A temporary mortuary was set up in St Lawrence's Church, Caterham. Identification of all victims was by means of passports and other identity papers they were carrying. The inquest into the deaths of the victims opened in Caterham on 16 January 1936. Evidence was given that the pilot was experienced, having been employed by SABENA since 1927. No distress calls had been made by radio. Verdicts of "accidental death" were returned in all cases.

==Casualties==
Among the casualties was British engineer and tank designer Sir John Carden, joint owner of aircraft manufacturer Carden-Baynes, and a director of Vickers-Armstrongs. Another victim was Eugène Samyn, 48-year-old, textile manufacturer, on a business trip to London.

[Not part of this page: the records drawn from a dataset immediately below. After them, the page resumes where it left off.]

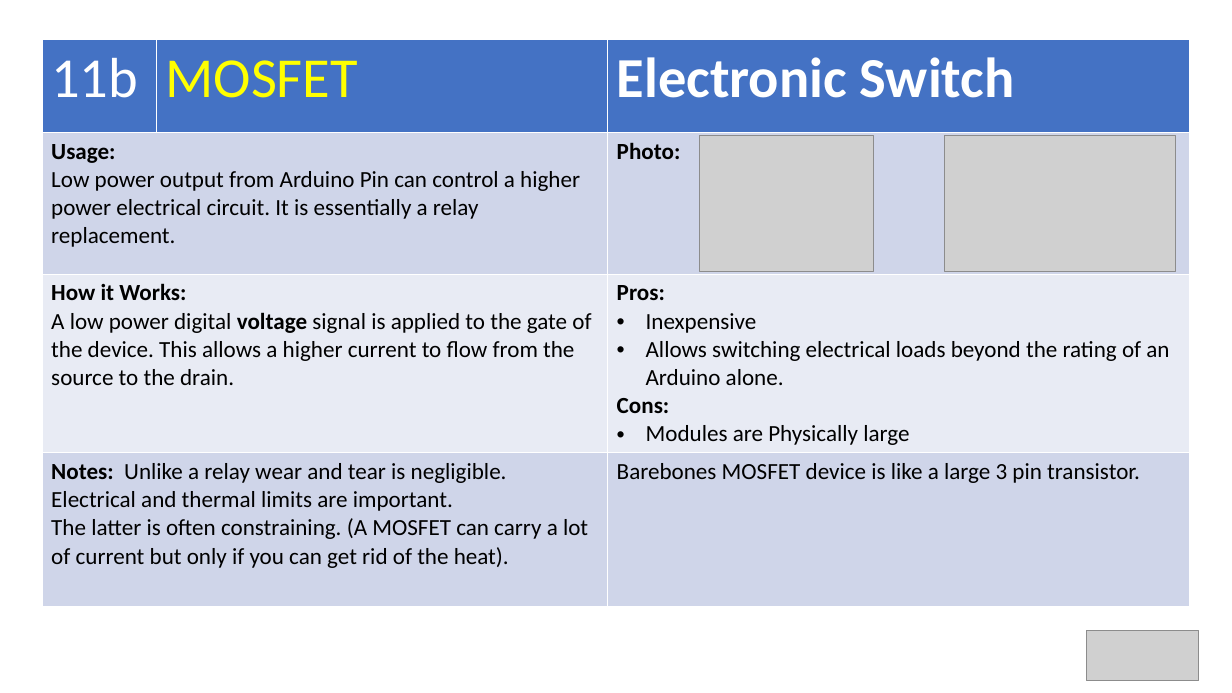
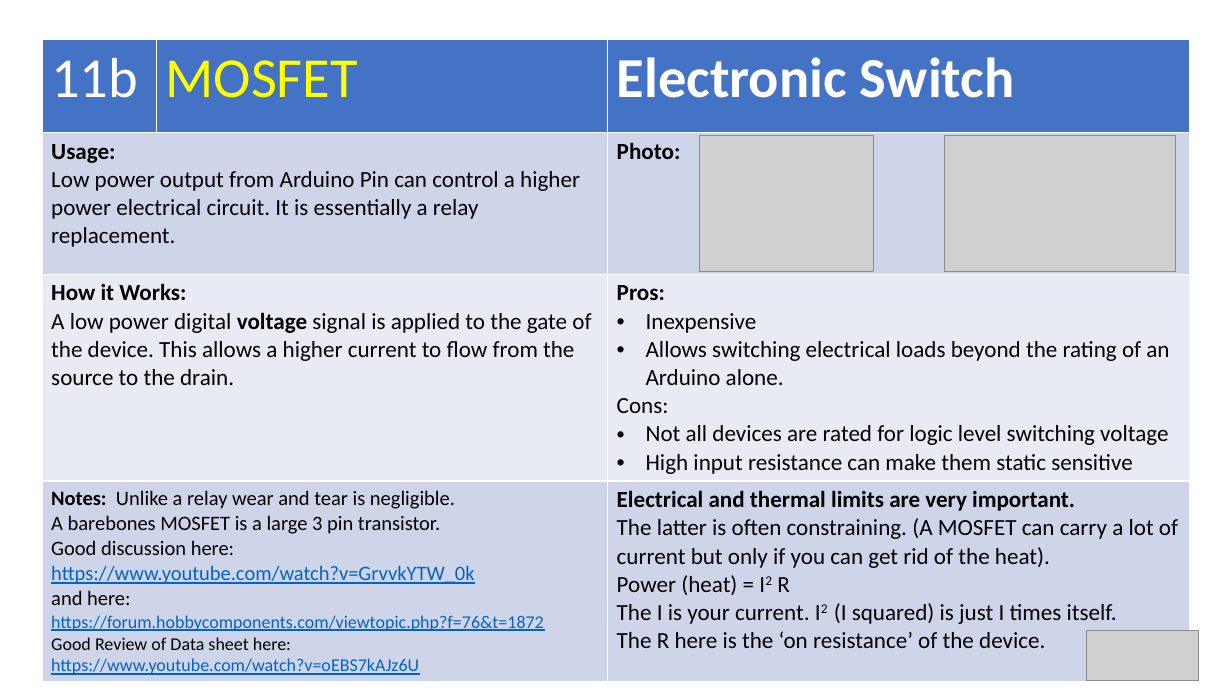
Before and after one commit to Alan-Lomax/MERG-SIG-Presentations, a slide deck: slide 27 of Arduino IO Compendium R2.pptx. Drawn at 1232x693 pixels with LibreOffice and Linux fonts; fonts in the diff are those of the drawing; grey boxes stand for pictures. Boxes give left, top, right and bottom in pixels: in the first picture for what was removed or moved away, otherwise in the second. Text is boxed around its words. In the diff, an @@ line names an element or a change of style, - is before the commit and + after.

Commit message:
Added page on MosFet
Added Mosfet device as a relay replacement

```diff
--- a/Arduino IO Compendium R2.pptx
+++ b/Arduino IO Compendium R2.pptx
@@ table at box(42, 40, 1189, 679) @@
-row 3, column 3: Pros: / Inexpensive / Allows switching electrical loads beyond the rating of an Arduino alone. / Cons: / Modules are Physically large
+row 3, column 3: Pros: / Inexpensive / Allows switching electrical loads beyond the rating of an Arduino alone. / Cons: / Not all devices are rated for logic level switching voltage / High input resistance can make them static sensitive
-row 4, column 1: Notes: Unlike a relay wear and tear is negligible. / Electrical and thermal limits are important. / The latter is often constraining. (A MOSFET can carry a lot of current but only if you can get rid of the heat).
+row 4, column 1: Notes: Unlike a relay wear and tear is negligible. / A barebones MOSFET is a large 3 pin transistor. / Good discussion here: / https://www.youtube.com/watch?v=GrvvkYTW_0k / and here: / https://forum.hobbycomponents.com/viewtopic.php?f=76&t=1872 / Good Review of Data sheet here: / https://www.youtube.com/watch?v=oEBS7kAJz6U
-row 4, column 3: Barebones MOSFET device is like a large 3 pin transistor.
+row 4, column 3: Electrical and thermal limits are very important. / The latter is often constraining. (A MOSFET can carry a lot of current but only if you can get rid of the heat). / Power (heat) = I2 R / The I is your current. I2 (I squared) is just I times itself. / The R here is the ‘on resistance’ of the device.
```
Also in this commit, not shown: 1 other slide changed.

Dutch middleweight boxing champion Florend Willems was scheduled to be on the flight. Instead, he decided to travel by boat. He was due to fight Jack Hyams in Stepney on 11 December.

| Nationality | Crew | Passengers | Total |
|---|---|---|---|
| Belgian | 4 | 1 | 5 |
| English | – | 6 | 6 |
| Total | 4 | 7 | 11 |

==Investigation==
The final report into the accident concluded that pilot error was the main cause, with weather a contributory factor. The pilot had become lost and stalled while trying to execute a sharp climbing turn, possibly in an effort to avoid flying into terrain. When the aircraft stalled, the passengers would have been thrown forwards, which might have made recovery from the stall harder.